It is critically important that the scans you are predicting have the same axis ordering than nnU-Net. What I mean by this is that when you open up the images with sitk or nibabel and export the numpy arrays, the axes need to match (for example the first coordinate should always be axial slices, so a[12] is the axial slice id 12). If they don't the performance can degrade a lot. I did run into this issue myself when I was applying KiTS to some internal CT data.
Thanks for your reply in the above issue 277, I have a more detailed question concerning with this issue.
You said you also had the axis ordering mismatch problem while apply KiTS model to other dataset, I am wondering:
how did you fix it, that is, how to revise the code in preprocessing data?

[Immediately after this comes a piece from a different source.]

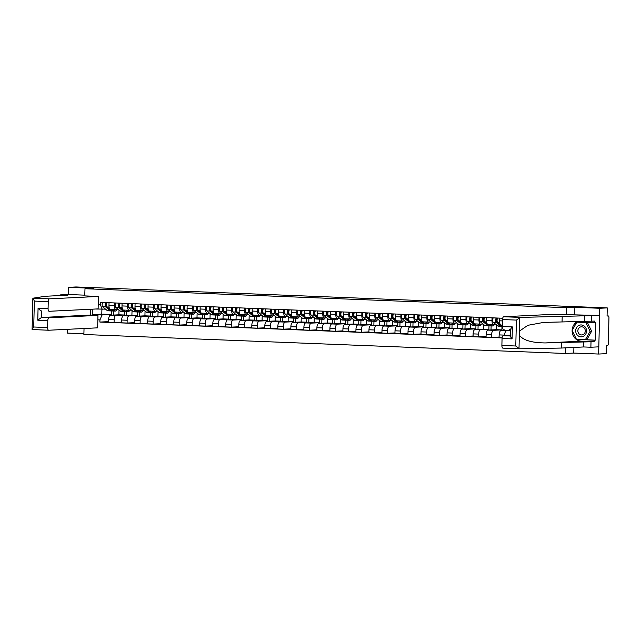 <?xml version="1.0" encoding="UTF-8"?>
<svg xmlns="http://www.w3.org/2000/svg" width="641" height="641" viewBox="0 0 641 641"><rect width="100%" height="100%" fill="white"/><g stroke="black" fill="none" stroke-linecap="round" stroke-linejoin="round"><path stroke-width="0.96" d="M84.027 328.504L83.883 334.49L565.346 353.471L573.767 353.063L598.638 354.04L606.146 353.672L606.346 345.571L607.516 345.515A1.835 0.753 92.3 0 0 608.317 343.648L608.95 317.744A1.835 0.753 92.3 0 0 608.269 315.949A1.835 0.753 92.3 0 0 608.237 315.949L608.269 315.949M67.529 329.314L67.433 333.096L83.899 333.745M598.638 354.04L599.752 308.273L607.267 307.904L76.063 286.96L68.555 287.328L68.379 294.515L84.844 295.164M599.752 308.273L574.889 307.287L566.468 307.704L84.997 288.722L93.418 288.306L68.555 287.328M607.267 307.904L607.067 316.005L608.237 315.949M119.01 310.044L118.897 314.803L110.476 315.212A4.215 1.731 92.3 0 0 108.633 319.514L108.569 322.303L114.074 322.519L114.138 319.731A4.215 1.731 -87.7 0 1 115.981 315.428L124.402 315.019L124.49 311.246M118.521 309.635L116.117 309.755A4.215 1.731 -87.7 0 1 116.061 309.755A4.215 1.731 -87.7 0 1 114.483 305.629L108.978 305.412A4.215 1.731 92.3 0 0 110.548 309.539A4.215 1.731 92.3 0 0 110.613 309.539L115.997 309.755M108.978 305.412L109.042 302.728M121.598 322.151L114.074 322.519M126.638 311.534L126.541 315.58M114.483 305.629L114.555 302.945M132.03 310.556L131.91 315.316L123.489 315.725A4.215 1.731 92.3 0 0 121.654 320.027L121.582 322.816L127.094 323.032L127.158 320.244A4.215 1.731 -87.7 0 1 129.001 315.949L137.422 315.532L137.511 311.758M122.062 303.241L121.998 305.925A4.215 1.731 92.3 0 0 123.569 310.052A4.215 1.731 92.3 0 0 123.633 310.052L129.009 310.268M134.618 322.663L127.094 323.032M139.65 312.047L139.554 316.093M131.541 310.156L129.137 310.268A4.215 1.731 -87.7 0 1 129.073 310.268A4.215 1.731 -87.7 0 1 127.503 306.142L127.567 303.457M145.042 311.069L144.93 315.829L136.509 316.237A4.215 1.731 92.3 0 0 134.666 320.54L134.602 323.328L140.107 323.545L140.179 320.756A4.215 1.731 -87.7 0 1 142.014 316.462L150.435 316.045L150.531 312.271M135.083 303.754L135.011 306.438A4.215 1.731 92.3 0 0 136.581 310.565A4.215 1.731 92.3 0 0 136.645 310.565L142.03 310.781M147.63 323.176L140.107 323.545M152.67 312.56L152.574 316.606M144.562 310.669L142.158 310.781A4.215 1.731 -87.7 0 1 142.094 310.781A4.215 1.731 -87.7 0 1 140.523 306.654L140.587 303.97M158.063 311.582L157.942 316.342L149.529 316.758A4.215 1.731 92.3 0 0 147.686 321.053L147.614 323.841L153.127 324.058L153.191 321.269A4.215 1.731 -87.7 0 1 155.034 316.975L163.455 316.558L163.543 312.784M148.095 304.267L148.031 306.951A4.215 1.731 92.3 0 0 149.601 311.077A4.215 1.731 92.3 0 0 149.665 311.077L155.05 311.294M160.651 323.689L153.127 324.058M165.69 313.072L165.586 317.119M157.574 311.181L155.17 311.294A4.215 1.731 -87.7 0 1 155.106 311.294A4.215 1.731 -87.7 0 1 153.536 307.167L153.608 304.483M171.083 312.095L170.963 316.854L162.542 317.271A4.215 1.731 92.3 0 0 160.707 321.566L160.635 324.354L166.139 324.57L166.211 321.782A4.215 1.731 -87.7 0 1 168.054 317.487L176.467 317.071L176.563 313.297M161.115 304.779L161.051 307.464A4.215 1.731 92.3 0 0 162.622 311.59A4.215 1.731 92.3 0 0 162.686 311.59L168.062 311.806M173.671 324.202L166.139 324.57M178.703 313.585L178.607 317.632M170.594 311.694L168.19 311.806A4.215 1.731 -87.7 0 1 168.126 311.806A4.215 1.731 -87.7 0 1 166.556 307.68L166.62 304.996M184.095 312.608L183.983 317.367L175.562 317.784A4.215 1.731 92.3 0 0 173.719 322.078L173.655 324.867L179.16 325.083L179.232 322.295A4.215 1.731 -87.7 0 1 181.066 318L189.488 317.583L189.584 313.81M174.128 305.292L174.064 307.976A4.215 1.731 92.3 0 0 175.634 312.103A4.215 1.731 92.3 0 0 175.698 312.103L181.083 312.319M186.683 324.715L179.16 325.083M191.723 314.098L191.627 318.144M183.606 312.207L181.203 312.319A4.215 1.731 -87.7 0 1 181.147 312.319A4.215 1.731 -87.7 0 1 179.576 308.193L179.64 305.509M197.116 313.12L196.995 317.88L188.574 318.297A4.215 1.731 92.3 0 0 186.739 322.591L186.667 325.38L192.18 325.596L192.244 322.808A4.215 1.731 -87.7 0 1 194.087 318.513L202.508 318.096L202.596 314.322M187.148 305.805L187.084 308.489A4.215 1.731 92.3 0 0 188.654 312.616A4.215 1.731 92.3 0 0 188.718 312.616L194.095 312.832M199.704 325.227L192.18 325.596M204.743 314.611L204.639 318.657M196.627 312.72L194.223 312.832A4.215 1.731 -87.7 0 1 194.159 312.832A4.215 1.731 -87.7 0 1 192.588 308.714L192.653 306.021M210.128 313.633L210.016 318.393L201.595 318.809A4.215 1.731 92.3 0 0 199.752 323.104L199.688 325.892L205.192 326.109L205.264 323.32A4.215 1.731 -87.7 0 1 207.099 319.026L215.52 318.609L215.616 314.835M200.168 306.318L200.096 309.002A4.215 1.731 92.3 0 0 201.667 313.129A4.215 1.731 92.3 0 0 201.731 313.129L207.115 313.345M212.724 325.74L205.192 326.109M217.756 315.124L217.66 319.17M209.647 313.233L207.243 313.353A4.215 1.731 -87.7 0 1 207.179 313.353A4.215 1.731 -87.7 0 1 205.609 309.226L205.673 306.534M223.148 314.146L223.028 318.906L214.615 319.322A4.215 1.731 92.3 0 0 212.772 323.617L212.708 326.405L218.212 326.622L218.277 323.833A4.215 1.731 -87.7 0 1 220.119 319.538L228.541 319.122L228.629 315.348M213.181 306.831L213.116 309.523A4.215 1.731 92.3 0 0 214.687 313.641A4.215 1.731 92.3 0 0 214.751 313.641L220.135 313.858M225.736 326.261L218.212 326.622M230.776 315.636L230.672 319.683M222.659 313.745L220.256 313.866A4.215 1.731 -87.7 0 1 220.192 313.866A4.215 1.731 -87.7 0 1 218.621 309.739L218.693 307.047M236.168 314.659L236.048 319.418L227.627 319.835A4.215 1.731 92.3 0 0 225.792 324.13L225.72 326.918L231.225 327.134L231.297 324.346A4.215 1.731 -87.7 0 1 233.14 320.051L241.553 319.643L241.649 315.861M226.201 307.343L226.137 310.036A4.215 1.731 92.3 0 0 227.707 314.162A4.215 1.731 92.3 0 0 227.771 314.162L233.148 314.37M238.756 326.774L231.225 327.134M243.788 316.157L243.692 320.196M235.68 314.258L233.276 314.378A4.215 1.731 -87.7 0 1 233.212 314.378A4.215 1.731 -87.7 0 1 231.641 310.252L231.705 307.56M249.181 315.172L249.069 319.931L240.647 320.348A4.215 1.731 92.3 0 0 238.805 324.642L238.74 327.431L244.245 327.655L244.317 324.859A4.215 1.731 -87.7 0 1 246.152 320.564L254.573 320.155L254.669 316.374M239.213 307.856L239.149 310.548A4.215 1.731 92.3 0 0 240.72 314.675A4.215 1.731 92.3 0 0 240.784 314.675L246.168 314.883M251.769 327.287L244.245 327.655M256.809 316.67L256.712 320.708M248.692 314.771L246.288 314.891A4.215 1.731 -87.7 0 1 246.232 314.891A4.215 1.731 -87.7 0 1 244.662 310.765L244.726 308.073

I got the solution by referring to here, It can be illustrated with one line of code:
canonical_img = nib.as_closest_canonical(img),
but it turned out not working, could you share me with your solution?
Originally posted by @FabianIsensee in https://github.com/MIC-DKFZ/nnUNet/issues/277#issuecomment-663984088
Hi, @FabianIsensee
Thanks for your reply in the above issue 277, I have a more detailed question concerning with this issue.
You said you also had the axis ordering mismatch problem while apply KiTS model to other dataset, I am wondering:
canonical_img = nib.as_closest_canonical(img)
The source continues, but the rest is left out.